Я позвонил Софи, и мы договорились на следующий день вместе поужинать. Я предложил модный французский ресторан (который был мне явно не по средствам), из чего, думаю, она могла догадаться о моей реакции на прочитанное. Но если не считать этого намека на маленькое торжество, я был предельно краток. Я хотел, чтобы события развивались сами собой, никаких резких движений, никаких преждевременных жестов. В прозе Феншо я был уверен, а вот делать первые шаги навстречу Софи побаивался. Слишком многое зависело от моих действий, одна оплошность — и все потеряно. Сознавала это Софи или нет, но отныне мы с ней были повязаны, по крайней мере как партнеры, продвигающие сочинения Феншо. Но я желал большего, и хотелось, чтобы так же этого желала Софи. Обуздывая нетерпение, я урезонивал себя, призывая мыслить стратегически.
Она вошла в ресторан (черное шелковое платье, миниатюрные серебряные сережки, убранные назад волосы, открывающие шею) и, увидев меня у стойки бара, одарила лукавой улыбкой заговорщицы, словно говорившей «я знаю, что хороша собой», но не только это: в ней еще сквозило отношение к неординарности ситуации, попытка оценить, насколько далеко нас может завести эта встреча. На мои слова, что сегодня она бесподобна, Софи ответила немного загадочно, что после рождения Бена это ее первый выход в свет и ей хотелось выглядеть «иначе». Я решил сразу перейти к делу, загнав свои эмоции подальше. Нас проводили за наш столик (белая скатерть, тяжелые серебряные приборы, красный тюльпан в элегантной вазе), и, когда она снова мне улыбнулась, я заговорил о Феншо.
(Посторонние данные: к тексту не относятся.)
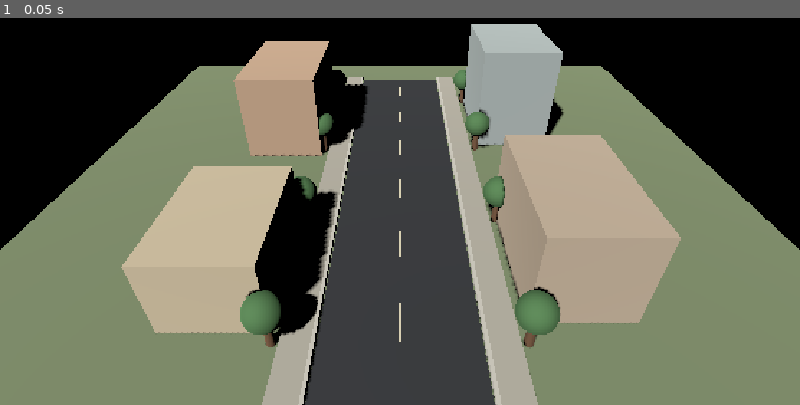
Above: before the commit, frame 1.
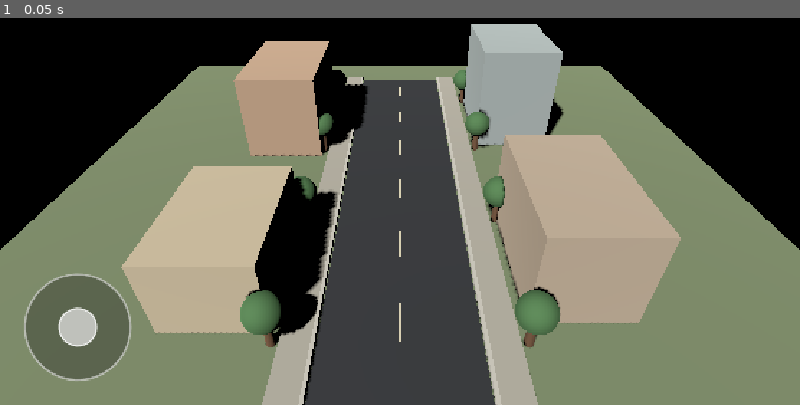
Above: after the commit, the same moment.

Repository: aohmn/GameDemo
Game: Godot game, scene res://scenes/boot/main.tscn
Two runs of this game, one before a commit and one after it. Both use one fixed random seed, a clock stepped at 60 frames per second and the inputs below.
Inputs:
- Up to frame 1 (0.05 s): no input

The runs differ from the first frame. In frame 1, 2.9% of the frame differs, in the area x 3-17%, y 65-94%.

Commit message:
Add standalone mobile joystick presentation

Diff:
--- /dev/null
+++ b/presentation/joystick/joystick.gd
@@ -0,0 +1,136 @@
+extends Control
+
+signal direction_changed(direction: Vector2)
+
+const DEADZONE: float = 0.12
+const PAD_RADIUS: float = 76.0
+const KNOB_RADIUS: float = 27.0
+const PAD_MARGIN: float = 112.0
+
+var _direction: Vector2 = Vector2.ZERO
+var _active_touch_index: int = -1
+var _mouse_active: bool = false
+
+
+func _ready() -> void:
+	mouse_filter = Control.MOUSE_FILTER_IGNORE
+	queue_redraw()
+
+
+func _notification(what: int) -> void:
+	if what == NOTIFICATION_RESIZED:
+		queue_redraw()
+
+
+func get_direction() -> Vector2:
+	return _direction
+
+
+func _input(event: InputEvent) -> void:
+	if event is InputEventScreenTouch:
+		var touch := event as InputEventScreenTouch
+
+		if touch.pressed:
+			if _active_touch_index == -1 and _is_near_pad(touch.position):
+				_active_touch_index = touch.index
+				_update_direction(touch.position)
+				get_viewport().set_input_as_handled()
+		elif touch.index == _active_touch_index:
+			_active_touch_index = -1
+			_reset_direction()
+			get_viewport().set_input_as_handled()
+
+	elif event is InputEventScreenDrag:
+		var drag := event as InputEventScreenDrag
+
+		if drag.index == _active_touch_index:
+			_update_direction(drag.position)
+			get_viewport().set_input_as_handled()
+
+	elif event is InputEventMouseButton:
+		var mouse_button := event as InputEventMouseButton
+
+		if mouse_button.button_index == MOUSE_BUTTON_LEFT:
+			if mouse_button.pressed:
+				if not _mouse_active and _is_near_pad(mouse_button.position):
+					_mouse_active = true
+					_update_direction(mouse_button.position)
+			elif _mouse_active:
+				_mouse_active = false
+				_reset_direction()
+
+	elif event is InputEventMouseMotion:
+		var mouse_motion := event as InputEventMouseMotion
+
+		if _mouse_active and (mouse_motion.button_mask & MOUSE_BUTTON_MASK_LEFT) != 0:
+			_update_direction(mouse_motion.position)
+
+
+func _pad_center() -> Vector2:
+	var viewport_size: Vector2 = get_viewport_rect().size
+	return Vector2(PAD_MARGIN, viewport_size.y - PAD_MARGIN)
+
+
+func _to_local_position(viewport_position: Vector2) -> Vector2:
+	var inverse_transform: Transform2D = get_global_transform_with_canvas().affine_inverse()
+	return inverse_transform * viewport_position
+
+
+func _is_near_pad(viewport_position: Vector2) -> bool:
+	var local_position: Vector2 = _to_local_position(viewport_position)
+	return local_position.distance_to(_pad_center()) <= PAD_RADIUS * 1.5
+
+
+func _update_direction(viewport_position: Vector2) -> void:
+	var local_position: Vector2 = _to_local_position(viewport_position)
+	var delta: Vector2 = local_position - _pad_center()
+
+	if delta.length() > PAD_RADIUS:
+		delta = delta.normalized() * PAD_RADIUS
+
+	var next_direction := Vector2(delta.x, -delta.y) / PAD_RADIUS
+
+	if next_direction.length() < DEADZONE:
+		next_direction = Vector2.ZERO
+
+	if not next_direction.is_equal_approx(_direction):
+		_direction = next_direction
+		direction_changed.emit(_direction)
+
+	queue_redraw()
+
+
+func _reset_direction() -> void:
+	if _direction != Vector2.ZERO:
+		_direction = Vector2.ZERO
+		direction_changed.emit(_direction)
+
+	queue_redraw()
+
+
+func _draw() -> void:
+	var center: Vector2 = _pad_center()
+	var knob_offset := Vector2(_direction.x, -_direction.y) * PAD_RADIUS
+
+	draw_circle(center, PAD_RADIUS, Color(0.08, 0.08, 0.08, 0.32))
+	draw_arc(
+		center,
+		PAD_RADIUS,
+		0.0,
+		PI * 2.0,
+		48,
+		Color(0.85, 0.85, 0.85, 0.65),
+		3.0,
+		true
+	)
+	draw_circle(center + knob_offset, KNOB_RADIUS, Color(0.9, 0.9, 0.9, 0.72))
+	draw_arc(
+		center + knob_offset,
+		KNOB_RADIUS,
+		0.0,
+		PI * 2.0,
+		32,
+		Color(1.0, 1.0, 1.0, 0.8),
+		2.0,
+		true
+	)
--- /dev/null
+++ b/presentation/joystick/joystick.tscn
@@ -0,0 +1,12 @@
+[gd_scene load_steps=2 format=3]
+
+[ext_resource type="Script" path="res://presentation/joystick/joystick.gd" id="1"]
+
+[node name="Joystick" type="Control"]
+anchors_preset = 15
+anchor_right = 1.0
+anchor_bottom = 1.0
+grow_horizontal = 2
+grow_vertical = 2
+mouse_filter = 2
+script = ExtResource("1")
--- /dev/null
+++ b/presentation/joystick/scenes/dev.tscn
@@ -0,0 +1,12 @@
+[gd_scene load_steps=2 format=3]
+
+[ext_resource type="PackedScene" path="res://presentation/joystick/joystick.tscn" id="1"]
+
+[node name="JoystickDev" type="Control"]
+anchors_preset = 15
+anchor_right = 1.0
+anchor_bottom = 1.0
+grow_horizontal = 2
+grow_vertical = 2
+
+[node name="Joystick" parent="." instance=ExtResource("1")]
--- a/scenes/boot/main.gd
+++ b/scenes/boot/main.gd
@@ -1,6 +1,7 @@
 extends Node3D
 
 const MAP_MANAGER_SCRIPT: Script = preload("res://scenes/boot/map_manager.gd")
+const JOYSTICK_SCENE_PATH: String = "res://presentation/joystick/joystick.tscn"
 
 var _map_manager: Node3D
 
@@ -8,6 +9,7 @@
 func _ready() -> void:
 	_create_camera()
 	_create_map_manager()
+	_create_joystick()
 
 
 func _create_camera() -> void:
@@ -35,3 +37,26 @@
 
 	if not loaded:
 		push_error("Không thể tải map khởi đầu vietnam_street.")
+
+
+func _create_joystick() -> void:
+	if not ResourceLoader.exists(JOYSTICK_SCENE_PATH):
+		return
+
+	var joystick_resource: Resource = load(JOYSTICK_SCENE_PATH)
+	var joystick_scene: PackedScene = joystick_resource as PackedScene
+
+	if joystick_scene == null:
+		push_error("Không thể tải scene joystick.")
+		return
+
+	var joystick_node: Node = joystick_scene.instantiate()
+	if not joystick_node is Control:
+		joystick_node.free()
+		push_error("Scene joystick phải có node gốc Control.")
+		return
+
+	var hud := CanvasLayer.new()
+	hud.name = "HUD"
+	add_child(hud)
+	hud.add_child(joystick_node)
Not shown, added: scenes/boot/map_manager.gd.uid
Not shown, changed: CHANGELOG.md

Похоже, я ее ничем не удивил. Я не сказал ничего такого, чего бы она не знала, больше того, с этой мыслью она давно свыклась. И открывающиеся перспективы, как ни странно, ее не вдохновили. В ее поведении проглядывала смутившая меня настороженность, и несколько минут я пребывал в растерянности. Но постепенно я стал понимать, что ход ее мыслей мало чем отличался от моего. Феншо исчез из ее жизни, и у нее были все основания восставать против ноши, которую он на нее взвалил. Публиковать Феншо, посвящать себя ушедшему человеку значило жить прошлым, и, как бы она ни пыталась выстроить новую жизнь, это будет омрачено навязанной ей ролью — официальной вдовы, музы ушедшего писателя, героини современной трагедии. Никто не желает быть персонажем литературной фантазии, особенно если эта фантазия становится реальностью. В свои двадцать шесть Софи была еще слишком молода, чтобы жить не своей жизнью, слишком умна, чтобы не думать о самостоятельной судьбе. И в данном случае не имеет значения ее любовь к мужу. Феншо больше нет на свете, и пришло время перевернуть страницу.